Many european vintage pocket watches did not carry any brand name : 
not an easy search.
Here is a example of a Chronometre 24-hour packet watch :
http://www.musketeer.ch/watches/24hours_watch.html

As for an "truly antic packet watch keeping acceptable time for daily use",
I am very skeptical. As for the $100-$200 range for it, I am skeptical 
to the square. Yet I wish you good luck !


----------



## Dennis Smith

I've seen a few of these Hamiltons over the years. Here's one on the 'bay with a couple hours left on the auction...

http://cgi.ebay.com/Hamilton-16s-Mi...oryZ3940QQssPageNameZWDVWQQrdZ1QQcmdZViewItem

Here's one I saw a while ago. The guy was asking $790...

http://www.mwrforum.net/forums/showthread.php?t=242

If you do a google search for Hamilton G.C.T. you may find more.


----------



## Teranika

Thanks very much for the help. The Hamilton's you mention seem to be a viable option (in that they are, at least in some configurations, not entirely out of the realm of my budget), although I find the watches with the more "elegant" numbers to seem nicer...
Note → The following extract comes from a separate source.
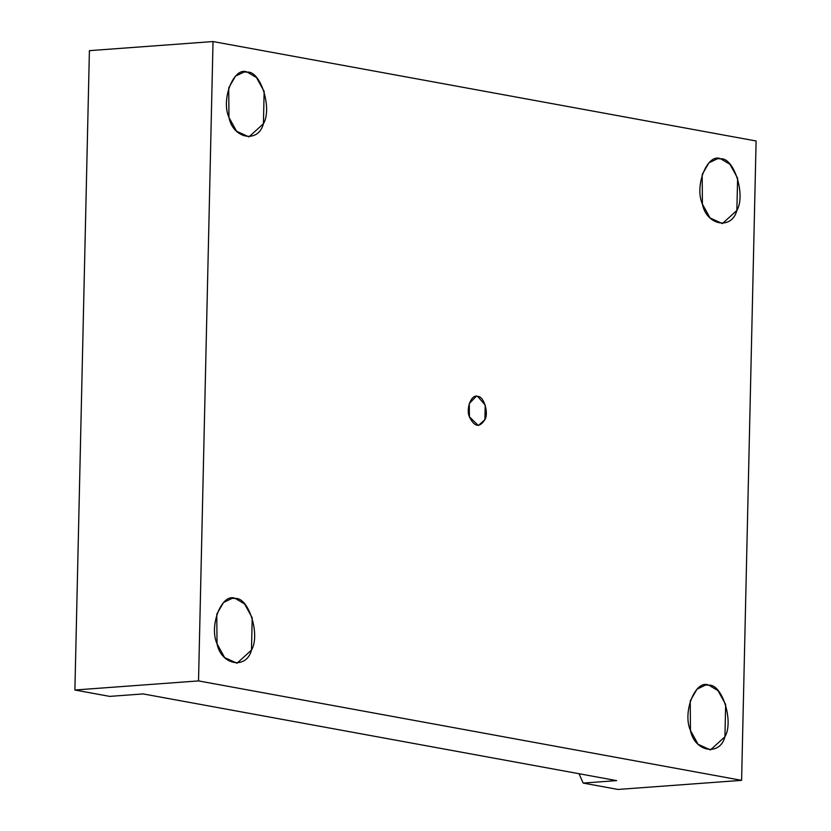 <?xml version="1.0" encoding="UTF-8"?>
<svg xmlns="http://www.w3.org/2000/svg" width="831" height="831" viewBox="0 0 831 831"><rect width="100%" height="100%" fill="white"/><g stroke="black" fill="none" stroke-linecap="round" stroke-linejoin="round"><path stroke-width="1.25" d="M247.295 72.141L244.169 71.975L235.485 76.14L228.722 87.847L228.961 117.42L236.575 131.236L248.947 136.897L263.417 123.736L264.154 91.441L256.488 77.563L247.295 72.141C260.654 70.697 272.506 108.601 263.417 123.736C258.389 143.503 233.064 138.86 228.961 117.42C220.641 99.107 234.103 65.836 247.295 72.141M235.35 598.486L232.223 598.32L223.539 602.485L216.777 614.192L217.026 643.776L224.63 657.581L237.001 663.242L251.481 650.081L252.209 617.786L244.543 603.919L235.35 598.486C248.708 597.042 260.56 634.946 251.481 650.081C246.443 669.848 221.119 665.205 217.026 643.776C208.695 625.452 222.157 592.181 235.35 598.486M708.801 685.18L705.675 685.004L696.991 689.179L690.229 700.886L690.468 730.459L698.082 744.275L710.453 749.936L724.923 736.775L725.66 704.48L717.984 690.603L708.801 685.18C722.16 683.736 734.012 721.64 724.923 736.775C719.885 756.532 694.571 751.899 690.468 730.459C682.147 712.146 695.609 678.875 708.801 685.18M720.737 158.835L717.62 158.659L708.936 162.834L702.174 174.541L702.413 204.114L710.027 217.93L722.399 223.591L736.868 210.43L737.606 178.135L729.93 164.258L720.737 158.835C734.105 157.391 745.958 195.295 736.868 210.43C731.831 230.187 706.516 225.554 702.413 204.114C694.082 185.801 707.555 152.53 720.737 158.835M477.638 396.418L476.236 396.345L469.286 403.492L469.39 416.798L478.386 425.565L484.899 419.634L485.231 405.102L477.638 396.418C483.652 395.774 488.992 412.83 484.899 419.634C479.518 427.965 474.356 427.02 469.39 416.798C465.651 408.551 471.707 393.582 477.638 396.418M143.192 693.927L109.713 696.388L143.192 693.927L616.644 780.61L143.192 693.927M579.051 773.734L583.154 783.072L616.644 780.61L583.154 783.072L617.973 789.45L741.595 780.351L198.526 680.911L74.894 690.01L109.713 696.388L74.894 690.01L198.526 680.911L741.595 780.351L617.973 789.45L583.154 783.072L579.051 773.734M756.106 140.99L741.595 780.351L756.106 140.99L213.027 41.55L198.526 680.911L213.027 41.55L89.405 50.649L74.894 690.01L89.405 50.649L213.027 41.55L756.106 140.99"/></g></svg>

One problem with my searches is that I always seem to turn up the pocket watches that work like a standard 12-hour watch and then just have an inner dial of 13-24 to make them a "24 hour" dial. Is there any special phrase I should be using in google for this hunt? 

As far as finding a 24 hour model by an obscure maker, would it be best to frequent ebay, google in general, other specific sites (suggestions), an antique shop, or something else entirely?


----------



## Dennis Smith

Obviously, you know your way around the internet, and your searching seems quite logical to this point. As a fan of 24 hour watches, I feel your pain when searching for a 24 hour watch and the 12 hour watches with 13-24 printed on an inner chapter keep appearing. It's a terminology issue, those 12 hour watches with the 13-24 inner rings were (and still are) known as "24 hour dials". 
They are certainly not the "purist" 24 hour watches we admire, but there's no way to avoid them in your searches (not that I've discovered).
There are quite a few reputable vintage dealers that may be able to help you...and I'd check them out before going to the 'bay. Collector's time gallery, Artoftime, joseph-watches are just a few off the top of my head. Maybe someone else can think of more (and I'll chime in if I do).
Another option is going to the sales corner here, on Timezone, and the trading post on watchnet.com and posting a "WTB" Want to buy ad.


----------



## Dennis Smith

Here's one for sale...

http://www.mwrforum.net/forums/showthread.php?p=46601


----------



## gmhutton

hi,

if you search ebay or go to www.finertimes.com you will find WWII military pocket watches known as 'GCT's'. Hamilton make one as do Elgin. i had a solid silver cased one from Hamilton which i recently sold. be prepared to pay a few hundred pounds for a good one.
also there are chinese 24 hour dialled pocket watches available.


----------



## gigfy

I found this one the other day. Just search for Occident on eBay.










Cheers,
gigfy


----------



## Teranika

Thanks everyone for the help! The various versions of the military GCT watch seem to be what I'm going to end up with. Now I'm just left stalking ebay/the internet to get the absolute best value.


----------



## PulpMysteryFan

http://cgi.ebay.com/Russian-RAKETA-...goryZ398QQssPageNameZWDVWQQrdZ1QQcmdZViewItem


----------



## Teranika

PulpMysteryFan said:


> http://cgi.ebay.com/Russian-RAKETA-...goryZ398QQssPageNameZWDVWQQrdZ1QQcmdZViewItem


Is it just me, or do those watches seem really sketchy? I mean, I thought Raketa went out of business many years ago, and for there to be so many brand new watches floating around the internet means they have to be some other company's that is using the name Raketa...and it seems like any self respecting company (that makes a half way decent product) wouldn't do that.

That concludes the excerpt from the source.